Job satisfaction as self-care within a restrictive regulatory environment: Nevada's study

Authors


Linda J. Dunaway, MSN, APN, NP-C, Reno Orthopaedic Clinic, 555 N. Arlington Ave, Reno NV 89503-4724.
Tel: 775-786-3040; Fax: 775-786-1358;
E-mail:Ldunaway@unr.nevada.edu

Abstract

Purpose: Of western states, Nevada has experienced the greatest population growth and healthcare provider shortage, yet regulations remain restrictive and there are scarce published research data for nurse practitioner (NP) characteristics and none for job satisfaction. We viewed job satisfaction as reflective of professional self-care based on Herzberg's job satisfaction theory and Orem's self-care nursing theory.

Data sources: Surveys were mailed to 512 advanced practice nurses; only NPs were asked to respond.

Conclusions: The eligible NP sample was 315, or 61.5% of the total advanced nursing population. The sample was racially diverse, with a high male population. Job satisfaction was just over midway between “minimally satisfied” to “satisfied,” with the highest satisfaction in “challenge/autonomy” and the lowest in “professional growth.” Income was positively correlated with satisfaction for northern NPs earning less income and working fewer hours; bonuses were positively correlated for all.

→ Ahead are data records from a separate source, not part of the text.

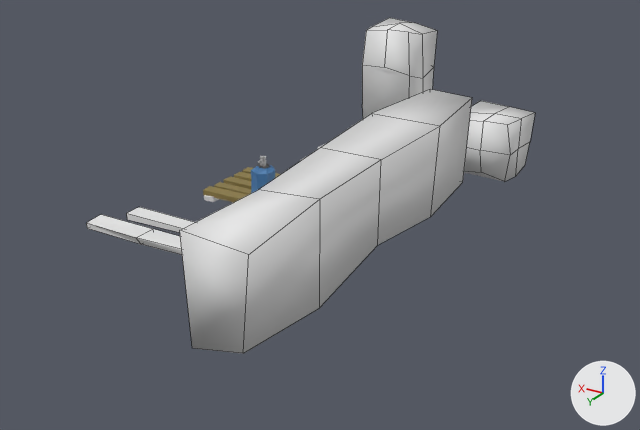
One commit to the Blender file Assets/Models/Map/Decorations.blend: the scene before it, then after it.
The view is the same before and after, from a camera (50 mm lens) standing at (-76.8, 113.3, 59.1) and looking at (-9.5, 1.2, 3.1). Every picture has the same lights, and +X, +Y and +Z are marked at lower right. Mesh edges are drawn as thin lines on the coarser meshes.

The scene before the commit, as lines of its bpy script (objects in view):
```python
me_cube = bpy.data.meshes.new('Cube')
me_cube.from_pydata(...)  # 184 vertices, 78 faces; spans x -7.7..7.7, y -7.1..7.1, z -0.1..2.0
# faces by material slot: [32, 46]
me_cube.materials.append(mat_brown)  # white #e7e7e7
me_cube.materials.append(mat_brownlight)  # yellow #8a7943
me_cube_001 = bpy.data.meshes.new('Cube.001')
me_cube_001.from_pydata(...)  # 12 vertices, 10 faces; spans x -3.2..17.9, y -1.8..1.9, z -0.2..1.2
me_cube_007 = bpy.data.meshes.new('Cube.007')
me_cube_007.from_pydata(...)  # 31 vertices, 23 faces; spans x -6.5..6.1, y -6.3..6.4, z -0.9..27.8
me_cube_007.polygons.foreach_set('use_smooth', [True] * 23)
ob_hedgetall = bpy.data.objects.new('HedgeTall', me_cube_007)
ob_hedgetall.location = (4.9, -55.3, -5.0)
ob_plank1 = bpy.data.objects.new('Plank1', me_cube_001)
ob_plank1.location = (3.1, 11.2, -0.1)
ob_woodplate = bpy.data.objects.new('WoodPlate', me_cube)
ob_woodplate.location = (7.5, -7.0, 0.0)
# also in view: 'HedgeSquare' at (-17.4, -55.2, 0.5); 'HedgeLong' at (-17.3, 4.7, 8.4); 'Plank2' at (12.0, 17.5, 0.4)
```
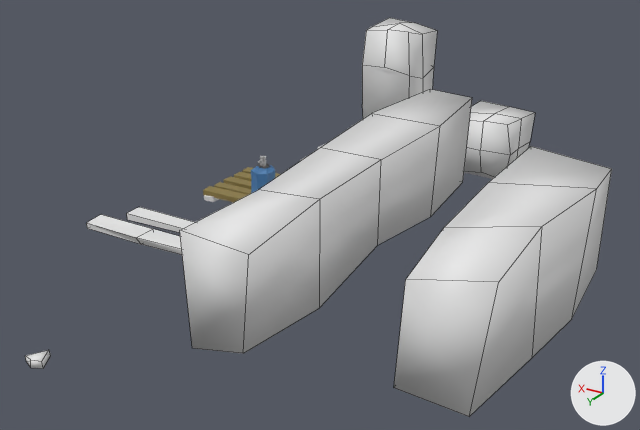
What differs and where, as boxes [x1, y1, x2, y2] in the pictures (640 x 430 px):
```json
{"object": "HedgeMedium", "change": "added", "after": [394, 146, 612, 417]}
{"object": "CheeseSlice", "change": "added", "after": [25, 350, 50, 368]}
```

Scene script edits in JSON lines:
```json
{"op": "add", "block": "me_cylinder_001", "code": ["me_cylinder_001 = bpy.data.meshes.new('Cylinder.001')", "me_cylinder_001.from_pydata([(0.03, 0.98, 0.0), (0.04, 0.85, 1.02), (1.5, 0.32, 0.0), (1.36, 0.48, 0.99), (-0.07, -1.97, 0.95), (-0.06, -2.07, 0.0), (-1.38, 0.34, 0.0), (-1.33, 0.34, 1.0)], [], [(0, 1, 3, 2), (2, 3, 4, 5), (7, 6, 5, 4), (6, 7, 1, 0), (2, 5, 6, 0), (1, 7, 4, 3)])", "me_cylinder_001.polygons.foreach_set('use_smooth', [True] * 6)"]}
{"op": "add", "block": "me_cube_005", "code": ["me_cube_005 = bpy.data.meshes.new('Cube.005')", "me_cube_005.from_pydata([(-3.7, 22.1, -0.9), (-5.5, 21.3, 16.2), (6.1, 21.3, -0.8), (3.6, 24.6, 15.6), (-7.2, -5.4, -0.9), (-8.0, -6.6, 17.8), (5.7, -7.8, -1.1), (6.2, -6.2, 16.0), (-5.7, 8.3, 17.7), (6.5, 8.8, -0.9), (-5.8, 6.7, -0.9), (6.6, 7.7, 14.5), (-6.1, -22.2, -0.9), (5.6, -21.8, 16.7), (-6.8, -19.8, 16.1), (4.6, -23.5, -0.7)], [], [(10, 8, 1, 0), (0, 1, 3, 2), (11, 8, 5, 7), (9, 11, 7, 6), (12, 14, 5, 4), (2, 3, 11, 9), (3, 1, 8, 11), (4, 5, 8, 10), (7, 5, 14, 13), (6, 7, 13, 15), (15, 13, 14, 12), (2, 9, 6, 15, 12, 4, 10, 0)])", "me_cube_005.polygons.foreach_set('use_smooth', [True] * 12)"]}
{"op": "add", "block": "ob_cheeseslice", "code": ["ob_cheeseslice = bpy.data.objects.new('CheeseSlice', me_cylinder_001)", "ob_cheeseslice.location = (0.0, 52.0, 0.0)"]}
{"op": "add", "block": "ob_hedgemedium", "code": ["ob_hedgemedium = bpy.data.objects.new('HedgeMedium', me_cube_005)", "ob_hedgemedium.location = (-44.8, 11.7, -0.1)"]}
```

Those interested in higher education (e.g., doctorate) were younger, less experienced, part-time, professional members, and urban (south).

Implications for practice: Findings provide insight for maximizing professional self-care, particularly in areas of professional growth. Job satisfaction data assist leaders in maximizing the role for improving patient access to care, particularly in states with restrictive regulations.